Do You Really Have A HA Issue?

I tend to be involved in many HA related issues, as is the nature of my current work agreement. The interesting part is that roughly 85% of all the “HA” issues are performance issues (with 10-12% being config issues and the last 3-5% being truly HA issues). Whether this is an FCI, AG, Replication, some combination of the aforementioned… overwhelming majority of root causes is lack of performance. Excluding FCIs, AGs and Replication are extra parts of the high availability puzzle in that they have their own processes, threads, and queues which have their own workflow and are a net add to the amount of work the system must complete. When the system is already running at or near capacity, adding on these items is not “free” in the sense of performance. These additions can easily cause a system on the verge of overload to tip and become a dumpster fire in mere seconds.
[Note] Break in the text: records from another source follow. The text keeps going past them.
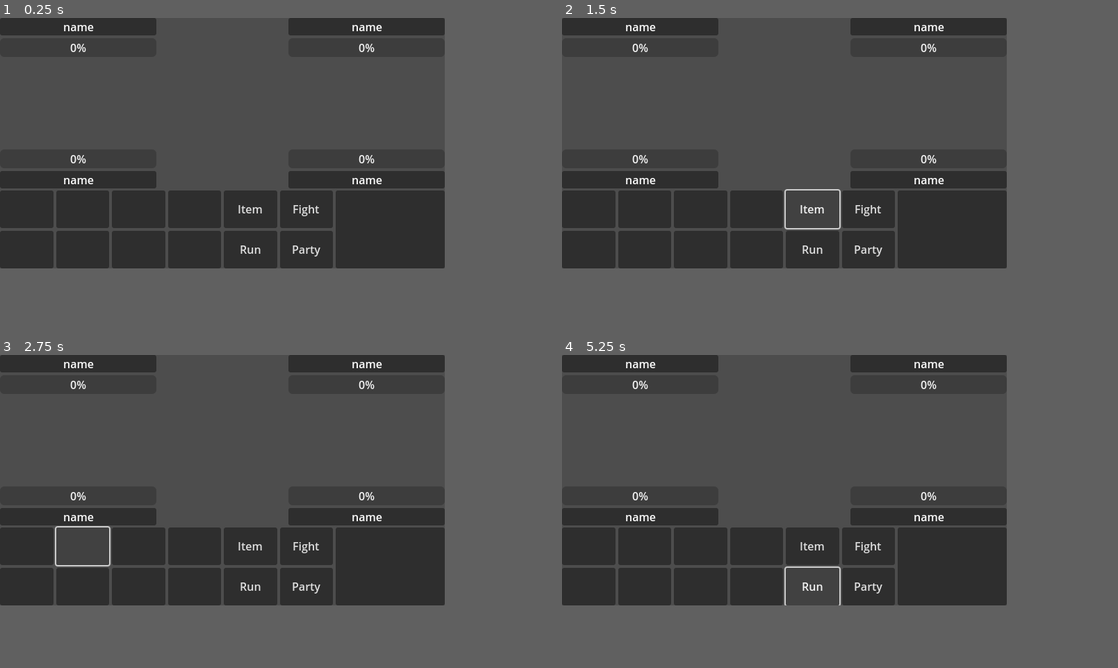
Above: before the commit, frames 1-4 (two rows, left to right).
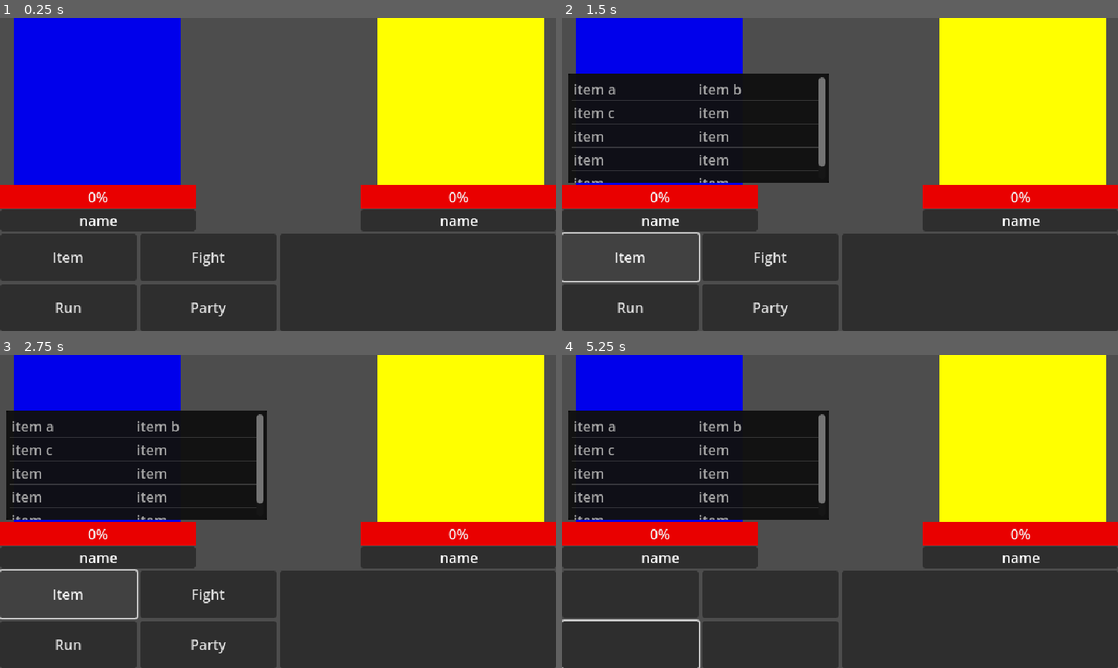
Above: after the commit, the same moments.

Repository: jevonsp/monstertamer_v0.1
Game: Godot game, scene res://scenes/battle_scene.tscn
The game is run twice, just before and just after one commit, with the same random seed, the same clock (stepped at 60 frames per second) and the same inputs. The project has no main scene, so this scene is started directly.
Inputs (mouse positions are in pixels of both pictures, inside the frame that each line leads up to):
- Up to frame 1 (0.25 s): no input
- Up to frame 2 (1.5 s): click (589, 208) at 0.52 s; click "Item" at 1.25 s
- Up to frame 3 (2.75 s): click (83, 545) at 2.02 s
- Up to frame 4 (5.25 s): click "Fight" at 2.75 s; click (589, 586) at 3.52 s; click (645, 586) at 4.27 s; click (812, 586) at 5 s, where only the run before the commit has a clickable "Run"
In our replay, the window is 640x360 before the commit and 800x450 after it. These sizes can differ from the game's own. Grey fills any space a smaller window leaves; there, only what the larger window draws over its background counts as a difference.

The runs differ from the first frame. In frame 1, 47% of the frame differs, in the area x 0-100%, y 0-100%; in frame 2, 51%; in frame 3, 52%; in frame 4, 52%.

Commit message:
basic battle scene

Diff:
--- a/project.godot
+++ b/project.godot
@@ -18,37 +18,46 @@
 
 window/size/viewport_width=640
 window/size/viewport_height=360
+window/size/window_width_override=1280
+window/size/window_height_override=720
+window/stretch/mode="viewport"
 
 [input]
 
 up={
 "deadzone": 0.2,
 "events": [Object(InputEventKey,"resource_local_to_scene":false,"resource_name":"","device":-1,"window_id":0,"alt_press …(192 unchanged characters)…
+, Object(InputEventJoypadButton,"resource_local_to_scene":false,"resource_name":"","device":-1,"button_index":11,"pressure":0.0,"pressed":true,"script":null)
 ]
 }
 down={
 "deadzone": 0.2,
 "events": [Object(InputEventKey,"resource_local_to_scene":false,"resource_name":"","device":-1,"window_id":0,"alt_press …(192 unchanged characters)…
+, Object(InputEventJoypadButton,"resource_local_to_scene":false,"resource_name":"","device":-1,"button_index":12,"pressure":0.0,"pressed":true,"script":null)
 ]
 }
 left={
 "deadzone": 0.2,
 "events": [Object(InputEventKey,"resource_local_to_scene":false,"resource_name":"","device":-1,"window_id":0,"alt_press …(191 unchanged characters)…
+, Object(InputEventJoypadButton,"resource_local_to_scene":false,"resource_name":"","device":-1,"button_index":13,"pressure":0.0,"pressed":true,"script":null)
 ]
 }
 right={
 "deadzone": 0.2,
 "events": [Object(InputEventKey,"resource_local_to_scene":false,"resource_name":"","device":-1,"window_id":0,"alt_press …(192 unchanged characters)…
+, Object(InputEventJoypadButton,"resource_local_to_scene":false,"resource_name":"","device":-1,"button_index":14,"pressure":0.0,"pressed":true,"script":null)
 ]
 }
 yes={
 "deadzone": 0.2,
 "events": [Object(InputEventKey,"resource_local_to_scene":false,"resource_name":"","device":-1,"window_id":0,"alt_press …(191 unchanged characters)…
+, Object(InputEventJoypadButton,"resource_local_to_scene":false,"resource_name":"","device":-1,"button_index":0,"pressure":0.0,"pressed":true,"script":null)
 ]
 }
 no={
 "deadzone": 0.2,
 "events": [Object(InputEventKey,"resource_local_to_scene":false,"resource_name":"","device":-1,"window_id":0,"alt_press …(195 unchanged characters)…
+, Object(InputEventJoypadButton,"resource_local_to_scene":false,"resource_name":"","device":-1,"button_index":1,"pressure":0.0,"pressed":true,"script":null)
 ]
 }
 
--- a/scenes/battle_scene.gd
+++ b/scenes/battle_scene.gd
@@ -1 +1,52 @@
 extends Node2D
+
+# later use signal from encounter zone to flip these, clean them up at the end
+@export var is_trainer : bool = false
+@export var is_double : bool = false
+@export var camera : Camera2D
+
+var items_open : bool = false
+
+func _physics_process(delta: float) -> void:
+	if items_open and Input.is_action_just_pressed("no"):
+		%Items.visible = false
+
+func _ready() -> void:
+	setup_battle()
+
+func setup_battle():
+	show_ui()
+
+func end_battle():
+	is_trainer = false
+	is_double  = false
+
+func show_ui():
+	camera.enabled = true
+	self.visible = true
+	%Moves1.visible = false
+	%Moves2.visible = false
+	# if its a singble battle
+	if !is_double:
+		%TopNames.visible = false
+		%TopBars.visible = false
+		%DoubleBattle.visible = false
+		%SingleBattle.visible = true
+	# if its a double battle
+	if is_double:
+		%TopNames.visible = true
+		%TopBars.visible = true
+		%DoubleBattle.visible = true
+		%SingleBattle.visible = false
+
+func hide_ui():
+	self.visible = false
+	camera.enabled = false
+
+func _on_fight_pressed() -> void:
+	%Options.visible = false
+	%Moves1.visible = true
+
+func _on_item_pressed() -> void:
+	%Items.visible = true
+	items_open = true
--- a/scenes/battle_scene.tscn
+++ b/scenes/battle_scene.tscn
@@ -1,9 +1,19 @@
-[gd_scene load_steps=2 format=3 uid="uid://ndt4j3nllqqc"]
+[gd_scene load_steps=5 format=3 uid="uid://ndt4j3nllqqc"]
 
 [ext_resource type="Script" uid="uid://cc32que4wdhhd" path="res://scenes/battle_scene.gd" id="1_idkgt"]
 
-[node name="BattleScene" type="Node2D"]
+[sub_resource type="StyleBoxFlat" id="StyleBoxFlat_idkgt"]
+bg_color = Color(0.912271, 4.71681e-06, 6.73831e-07, 1)
+
+[sub_resource type="StyleBoxFlat" id="StyleBoxFlat_kinr6"]
+bg_color = Color(0.151483, 0.695413, 0, 1)
+
+[sub_resource type="StyleBoxFlat" id="StyleBoxFlat_rca61"]
+bg_color = Color(0, 0, 0, 0.917647)
+
+[node name="BattleScene" type="Node2D" node_paths=PackedStringArray("camera")]
 script = ExtResource("1_idkgt")
+camera = NodePath("Camera2D")
 
 [node name="UI" type="Control" parent="."]
 layout_mode = 3
@@ -11,20 +21,29 @@
 offset_right = 40.0
 offset_bottom = 40.0
 
-[node name="Field" type="VBoxContainer" parent="UI"]
-layout_mode = 2
+[node name="Field" type="Control" parent="UI"]
+layout_mode = 2
+anchors_preset = 0
 offset_left = -320.0
 offset_top = -180.0
 offset_right = 320.0
 offset_bottom = 56.0
 
-[node name="TopNames" type="HBoxContainer" parent="UI/Field"]
+[node name="TopNames" type="Control" parent="UI/Field"]
+unique_name_in_owner = true
+z_index = 2
 custom_minimum_size = Vector2(0, 20)
-layout_mode = 2
+layout_mode = 3
+anchors_preset = 0
+offset_top = 4.0
+offset_right = 640.0
+offset_bottom = 24.0
 
 [node name="Name1" type="Panel" parent="UI/Field/TopNames"]
 custom_minimum_size = Vector2(225, 25)
 layout_mode = 2
+offset_right = 225.0
+offset_bottom = 25.0
 size_flags_horizontal = 4
 
 [node name="Label" type="Label" parent="UI/Field/TopNames/Name1"]
@@ -44,11 +63,17 @@
 
 [node name="MarginContainer" type="MarginContainer" parent="UI/Field/TopNames"]
 layout_mode = 2
+offset_left = 229.0
+offset_right = 411.0
+offset_bottom = 25.0
 size_flags_horizontal = 3
 
 [node name="EnemyName1" type="Panel" parent="UI/Field/TopNames"]
 custom_minimum_size = Vector2(225, 25)
 layout_mode = 2
+offset_left = 415.0
+offset_right = 640.0
+offset_bottom = 25.0
 size_flags_horizontal = 4
 
 [node name="Label" type="Label" parent="UI/Field/TopNames/EnemyName1"]
@@ -66,84 +91,94 @@
 grow_vertical = 2
 text = "name"
 
-[node name="TopBars" type="HBoxContainer" parent="UI/Field"]
+[node name="TopBars" type="Control" parent="UI/Field"]
+unique_name_in_owner = true
+z_index = 2
 custom_minimum_size = Vector2(0, 20)
-layout_mode = 2
+layout_mode = 3
+anchors_preset = 0
+offset_top = 31.0
+offset_right = 640.0
+offset_bottom = 51.0
 
 [node name="Bar1" type="ProgressBar" parent="UI/Field/TopBars"]
 custom_minimum_size = Vector2(225, 25)
 layout_mode = 2
-size_flags_horizontal = 4
+offset_right = 225.0
+offset_bottom = 27.0
+size_flags_horizontal = 4
+theme_override_styles/background = SubResource("StyleBoxFlat_idkgt")
+theme_override_styles/fill = SubResource("StyleBoxFlat_kinr6")
+value = 100.0
 
 [node name="MarginContainer" type="MarginContainer" parent="UI/Field/TopBars"]
 layout_mode = 2
+offset_left = 229.0
+offset_right = 411.0
+offset_bottom = 27.0
 size_flags_horizontal = 3
 
 [node name="EnemyBar1" type="ProgressBar" parent="UI/Field/TopBars"]
 custom_minimum_size = Vector2(225, 25)
 layout_mode = 2
-size_flags_horizontal = 4
-
-[node name="Divider" type="HBoxContainer" parent="UI/Field"]
-custom_minimum_size = Vector2(0, 125)
-layout_mode = 2
-size_flags_vertical = 3
-
-[node name="Divider" type="Control" parent="UI/Field/Divider"]
-custom_minimum_size = Vector2(225, 0)
-layout_mode = 2
-
-[node name="Divider" type="Panel" parent="UI/Field/Divider/Divider"]
-visible = false
-layout_mode = 1
-anchors_preset = 15
-anchor_right = 1.0
-anchor_bottom = 1.0
-grow_horizontal = 2
-grow_vertical = 2
-
-[node name="Divider2" type="MarginContainer" parent="UI/Field/Divider"]
-layout_mode = 2
-size_flags_horizontal = 3
-
-[node name="Divider3" type="Control" parent="UI/Field/Divider"]
-custom_minimum_size = Vector2(225, 0)
-layout_mode = 2
-
-[node name="Divider" type="Panel" parent="UI/Field/Divider/Divider3"]
-visible = false
-layout_mode = 1
-anchors_preset = 15
-anchor_right = 1.0
-anchor_bottom = 1.0
-grow_horizontal = 2
-grow_vertical = 2
-
-[node name="BottomBars" type="HBoxContainer" parent="UI/Field"]
+offset_left = 415.0
+offset_right = 640.0
+offset_bottom = 27.0
+size_flags_horizontal = 4
+theme_override_styles/background = SubResource("StyleBoxFlat_idkgt")
+
+[node name="BottomBars" type="Control" parent="UI/Field"]
+unique_name_in_owner = true
+z_index = 1
 custom_minimum_size = Vector2(0, 20)
 layout_mode = 2
+anchors_preset = 0
+offset_top = 192.0
+offset_right = 640.0
+offset_bottom = 212.0
 
 [node name="Bar2" type="ProgressBar" parent="UI/Field/BottomBars"]
-custom_minimum_size = Vector2(225, 25)
-layout_mode = 2
-size_flags_horizontal = 4
+z_index = 1
+custom_minimum_size = Vector2(225, 25)
+layout_mode = 2
+offset_right = 225.0
+offset_bottom = 27.0
+size_flags_horizontal = 4
+theme_override_styles/background = SubResource("StyleBoxFlat_idkgt")
 
 [node name="MarginContainer" type="MarginContainer" parent="UI/Field/BottomBars"]
-layout_mode = 2
+z_index = 1
+layout_mode = 2
+offset_left = 229.0
+offset_right = 411.0
+offset_bottom = 27.0
 size_flags_horizontal = 3
 
 [node name="EnemyBar2" type="ProgressBar" parent="UI/Field/BottomBars"]
-custom_minimum_size = Vector2(225, 25)
-layout_mode = 2
-size_flags_horizontal = 4
-
-[node name="BottomNames" type="HBoxContainer" parent="UI/Field"]
+z_index = 1
+custom_minimum_size = Vector2(225, 25)
+layout_mode = 2
+offset_left = 415.0
+offset_right = 640.0
+offset_bottom = 27.0
+size_flags_horizontal = 4
+theme_override_styles/background = SubResource("StyleBoxFlat_idkgt")
+
+[node name="BottomNames" type="Control" parent="UI/Field"]
+unique_name_in_owner = true
+z_index = 1
 custom_minimum_size = Vector2(0, 20)
 layout_mode = 2
+anchors_preset = 0
+offset_top = 220.0
+offset_right = 640.0
+offset_bottom = 240.0
 
 [node name="Name2" type="Panel" parent="UI/Field/BottomNames"]
 custom_minimum_size = Vector2(225, 25)
 layout_mode = 2
+offset_right = 225.0
+offset_bottom = 25.0
 size_flags_horizontal = 4
 
 [node name="Label" type="Label" parent="UI/Field/BottomNames/Name2"]
@@ -163,11 +198,17 @@
 
 [node name="MarginContainer" type="MarginContainer" parent="UI/Field/BottomNames"]
 layout_mode = 2
+offset_left = 229.0
+offset_right = 411.0
+offset_bottom = 25.0
 size_flags_horizontal = 3
 
 [node name="EnemyName2" type="Panel" parent="UI/Field/BottomNames"]
 custom_minimum_size = Vector2(225, 25)
 layout_mode = 2
+offset_left = 415.0
+offset_right = 640.0
+offset_bottom = 25.0
 size_flags_horizontal = 4
 
 [node name="Label" type="Label" parent="UI/Field/BottomNames/EnemyName2"]
@@ -185,101 +226,225 @@
 grow_vertical = 2
 text = "name"
 
-[node name="HBoxContainer" type="HBoxContainer" parent="UI"]
+[node name="SingleBattle" type="Control" parent="UI/Field"]
+unique_name_in_owner = true
+layout_mode = 3
+anchors_preset = 0
+offset_left = 320.0
+offset_top = 180.0
+offset_right = 360.0
+offset_bottom = 220.0
+
+[node name="Player" type="ColorRect" parent="UI/Field/SingleBattle"]
+z_index = 2
+custom_minimum_size = Vector2(192, 192)
+layout_mode = 0
+offset_left = -304.0
+offset_top = -180.0
+offset_right = -112.0
+offset_bottom = 12.0
+color = Color(5.19812e-06, 0, 0.921522, 1)
+
+[node name="Enemy" type="ColorRect" parent="UI/Field/SingleBattle"]
+z_index = 2
+custom_minimum_size = Vector2(192, 192)
+layout_mode = 0
+offset_left = 114.0
+offset_top = -180.0
+offset_right = 306.0
+offset_bottom = 12.0
+color = Color(1, 1, 0, 1)
+
+[node name="DoubleBattle" type="Control" parent="UI/Field"]
+unique_name_in_owner = true
+visible = false
+anchors_preset = 0
+offset_right = 40.0
+offset_bottom = 40.0
+
+[node name="DoubleBattlePlayer" type="Control" parent="UI/Field/DoubleBattle"]
+anchors_preset = 0
+offset_right = 40.0
+offset_bottom = 40.0
+
+[node name="Monster1" type="ColorRect" parent="UI/Field/DoubleBattle/DoubleBattlePlayer"]
+z_index = -1
+custom_minimum_size = Vector2(128, 128)
+layout_mode = 0
+offset_left = 1.0
+offset_top = 43.0
+offset_right = 129.0
+offset_bottom = 171.0
+color = Color(0.111197, 0.111197, 0.111197, 1)
+
+[node name="Monster2" type="ColorRect" parent="UI/Field/DoubleBattle/DoubleBattlePlayer"]
+z_index = -1
+custom_minimum_size = Vector2(128, 128)
+layout_mode = 0
+offset_left = 96.0
+offset_top = 74.0
+offset_right = 224.0
+offset_bottom = 202.0
+
+[node name="DoubleBattleEnemy" type="Control" parent="UI/Field/DoubleBattle"]
+anchors_preset = 0
+offset_right = 40.0
+offset_bottom = 40.0
+
+[node name="Monster1" type="ColorRect" parent="UI/Field/DoubleBattle/DoubleBattleEnemy"]
+z_index = -1
+custom_minimum_size = Vector2(128, 128)
+layout_mode = 0
+offset_left = 416.0
+offset_top = 41.0
+offset_right = 544.0
+offset_bottom = 169.0
+color = Color(0.111197, 0.111197, 0.111197, 1)
+
+[node name="Monster2" type="ColorRect" parent="UI/Field/DoubleBattle/DoubleBattleEnemy"]
+z_index = -1
+custom_minimum_size = Vector2(128, 128)
+layout_mode = 0
+offset_left = 511.0
+offset_top = 72.0
+offset_right = 639.0
+offset_bottom = 200.0
+
+[node name="ButtonsHbox" type="HBoxContainer" parent="UI"]
 layout_mode = 2
 offset_left = -320.0
 offset_top = 68.0
 offset_right = 320.0
 offset_bottom = 180.0
 
-[node name="Moves1" type="GridContainer" parent="UI/HBoxContainer"]
+[node name="Options" type="GridContainer" parent="UI/ButtonsHbox"]
 unique_name_in_owner = true
 layout_mode = 2
 size_flags_horizontal = 3
 columns = 2
 
-[node name="Move1" type="Button" parent="UI/HBoxContainer/Moves1"]
-layout_mode = 2
-size_flags_horizontal = 3
-size_flags_vertical = 3
-
-[node name="Move2" type="Button" parent="UI/HBoxContainer/Moves1"]
-layout_mode = 2
-size_flags_horizontal = 3
-size_flags_vertical = 3
-
-[node name="Move3" type="Button" parent="UI/HBoxContainer/Moves1"]
-layout_mode = 2
-size_flags_horizontal = 3
-size_flags_vertical = 3
-
-[node name="Move4" type="Button" parent="UI/HBoxContainer/Moves1"]
-layout_mode = 2
-size_flags_horizontal = 3
-size_flags_vertical = 3
-
-[node name="Moves2" type="GridContainer" parent="UI/HBoxContainer"]
-unique_name_in_owner = true
-layout_mode = 2
-size_flags_horizontal = 3
-columns = 2
-
-[node name="Move1" type="Button" parent="UI/HBoxContainer/Moves2"]
-layout_mode = 2
-size_flags_horizontal = 3
-size_flags_vertical = 3
-
-[node name="Move2" type="Button" parent="UI/HBoxContainer/Moves2"]
-layout_mode = 2
-size_flags_horizontal = 3
-size_flags_vertical = 3
-
-[node name="Move3" type="Button" parent="UI/HBoxContainer/Moves2"]
-layout_mode = 2
-size_flags_horizontal = 3
-size_flags_vertical = 3
-
-[node name="Move4" type="Button" parent="UI/HBoxContainer/Moves2"]
-layout_mode = 2
-size_flags_horizontal = 3
-size_flags_vertical = 3
-
-[node name="Options" type="GridContainer" parent="UI/HBoxContainer"]
-unique_name_in_owner = true
-layout_mode = 2
-size_flags_horizontal = 3
-columns = 2
-
-[node name="Item" type="Button" parent="UI/HBoxContainer/Options"]
+[node name="Item" type="Button" parent="UI/ButtonsHbox/Options"]
 layout_mode = 2
 size_flags_horizontal = 3
 size_flags_vertical = 3
 text = "Item
 "
 
-[node name="Fight" type="Button" parent="UI/HBoxContainer/Options"]
+[node name="Fight" type="Button" parent="UI/ButtonsHbox/Options"]
 layout_mode = 2
 size_flags_horizontal = 3
 size_flags_vertical = 3
 text = "Fight
 "
 
-[node name="Run" type="Button" parent="UI/HBoxContainer/Options"]
+[node name="Run" type="Button" parent="UI/ButtonsHbox/Options"]
 layout_mode = 2
 size_flags_horizontal = 3
 size_flags_vertical = 3
 text = "Run
 "
 
-[node name="Party" type="Button" parent="UI/HBoxContainer/Options"]
+[node name="Party" type="Button" parent="UI/ButtonsHbox/Options"]
 layout_mode = 2
 size_flags_horizontal = 3
 size_flags_vertical = 3
 text = "Party
 "
 
-[node name="Dialogue" type="Panel" parent="UI/HBoxContainer"]
-layout_mode = 2
-size_flags_horizontal = 3
+[node name="Moves1" type="GridContainer" parent="UI/ButtonsHbox"]
+unique_name_in_owner = true
+layout_mode = 2
+size_flags_horizontal = 3
+columns = 2
+
+[node name="Move1" type="Button" parent="UI/ButtonsHbox/Moves1"]
+layout_mode = 2
+size_flags_horizontal = 3
+size_flags_vertical = 3
+
+[node name="Move2" type="Button" parent="UI/ButtonsHbox/Moves1"]
+layout_mode = 2
+size_flags_horizontal = 3
+size_flags_vertical = 3
+
+[node name="Move3" type="Button" parent="UI/ButtonsHbox/Moves1"]
+layout_mode = 2
+size_flags_horizontal = 3
+size_flags_vertical = 3
+
+[node name="Move4" type="Button" parent="UI/ButtonsHbox/Moves1"]
+layout_mode = 2
+size_flags_horizontal = 3
+size_flags_vertical = 3
+
+[node name="Moves2" type="GridContainer" parent="UI/ButtonsHbox"]
+unique_name_in_owner = true
+layout_mode = 2
+size_flags_horizontal = 3
+columns = 2
+
+[node name="Move1" type="Button" parent="UI/ButtonsHbox/Moves2"]
+layout_mode = 2
+size_flags_horizontal = 3
+size_flags_vertical = 3
+
+[node name="Move2" type="Button" parent="UI/ButtonsHbox/Moves2"]
+layout_mode = 2
+size_flags_horizontal = 3
+size_flags_vertical = 3
+
+[node name="Move3" type="Button" parent="UI/ButtonsHbox/Moves2"]
+layout_mode = 2
+size_flags_horizontal = 3
+size_flags_vertical = 3
+
+[node name="Move4" type="Button" parent="UI/ButtonsHbox/Moves2"]
+layout_mode = 2
+size_flags_horizontal = 3
+size_flags_vertical = 3
+
+[node name="Dialogue" type="Panel" parent="UI/ButtonsHbox"]
+layout_mode = 2
+size_flags_horizontal = 3
+
+[node name="Items" type="Panel" parent="UI"]
+unique_name_in_owner = true
+visible = false
+z_index = 2
+custom_minimum_size = Vector2(300, 125)
+layout_mode = 0
+offset_left = -313.0
+offset_top = -116.0
+offset_right = -13.0
+offset_bottom = -76.0
+theme_override_styles/panel = SubResource("StyleBoxFlat_rca61")
+
+[node name="ItemList" type="ItemList" parent="UI/Items"]
+z_index = 2
+custom_minimum_size = Vector2(300, 0)
+layout_mode = 1
+anchors_preset = 15
+anchor_right = 1.0
+anchor_bottom = 1.0
+grow_horizontal = 2
+grow_vertical = 2
+allow_search = false
+item_count = 10
+max_columns = 2
+fixed_column_width = 140
+item_0/text = "item a"
+item_1/text = "item b"
+item_2/text = "item c"
+item_3/text = "item "
+item_4/text = "item "
+item_5/text = "item "
+item_6/text = "item "
+item_7/text = "item "
+item_8/text = "item "
+item_9/text = "item "
 
 [node name="Camera2D" type="Camera2D" parent="."]
+unique_name_in_owner = true
+
+[connection signal="pressed" from="UI/ButtonsHbox/Options/Item" to="." method="_on_item_pressed"]
+[connection signal="pressed" from="UI/ButtonsHbox/Options/Fight" to="." method="_on_fight_pressed"]

The largest tell, outside of having high cpu or low memory indicators is the signal_wait times in your wait stats coupled with the belief that hyperthreaded cores are full execution units and using HT magically doubles the workload that can be completed (spoiler: it isn’t, and it doesn’t). If there are high signal waits then we’re having issues getting runtime on a cpu – now there are many reasons for that, not just high cpu – and scheduler health may need to be checked, however, if we’re waiting to be scheduled and we’re using a technology such as Availability Groups then logically there will be extra waiting for any steps the Availability Group needs to perform, such as synchronous commit code. A quick example is let’s say the average wait time to be scheduled on a cpu is 5ms, in a vacuum that’s not a large amount of time. If your queries are able to run in less than a second, you might not even notice that these waits are occurring as the impact might not be very large to these individual queries or executions. Now, add in an Availability Group with a synchronous commit partner, where there are multiple asynchronous threads, queues, and steps to get the data captured, packaged up, sent across the network, response received, update internal data, signal other threads of the new harden. Phew. If we’re adding 5ms to each of those steps, we’re quickly adding in another 100 or so milliseconds, so now wonder we’re going to see hadr_sync_commit waits. This doesn’t mean there is an issue with the Availability Group because we see the waits, but that’s how this specific wait (just as an example as this is the most obvious AG wait) is impacted. This can have a downstream effect of having longer query DML execution times, which might hold up other processes – and this can spiral quite quickly.

Deciding to add high availability to a system might be done at the business level, but it also needs to be checked at a server performance level to see if it is viable. Too many times I see broad generalizations of “performance” which aren’t rooted in reality or not even knowing the performance health of your systems, which lead to poor choices in the HA space and ultimately a worse situation. If you don’t want downtime due to crap performance, make sure you’re not falling into many of the performance traps and are keeping an eye on your server and tuning/capacity planning accordingly.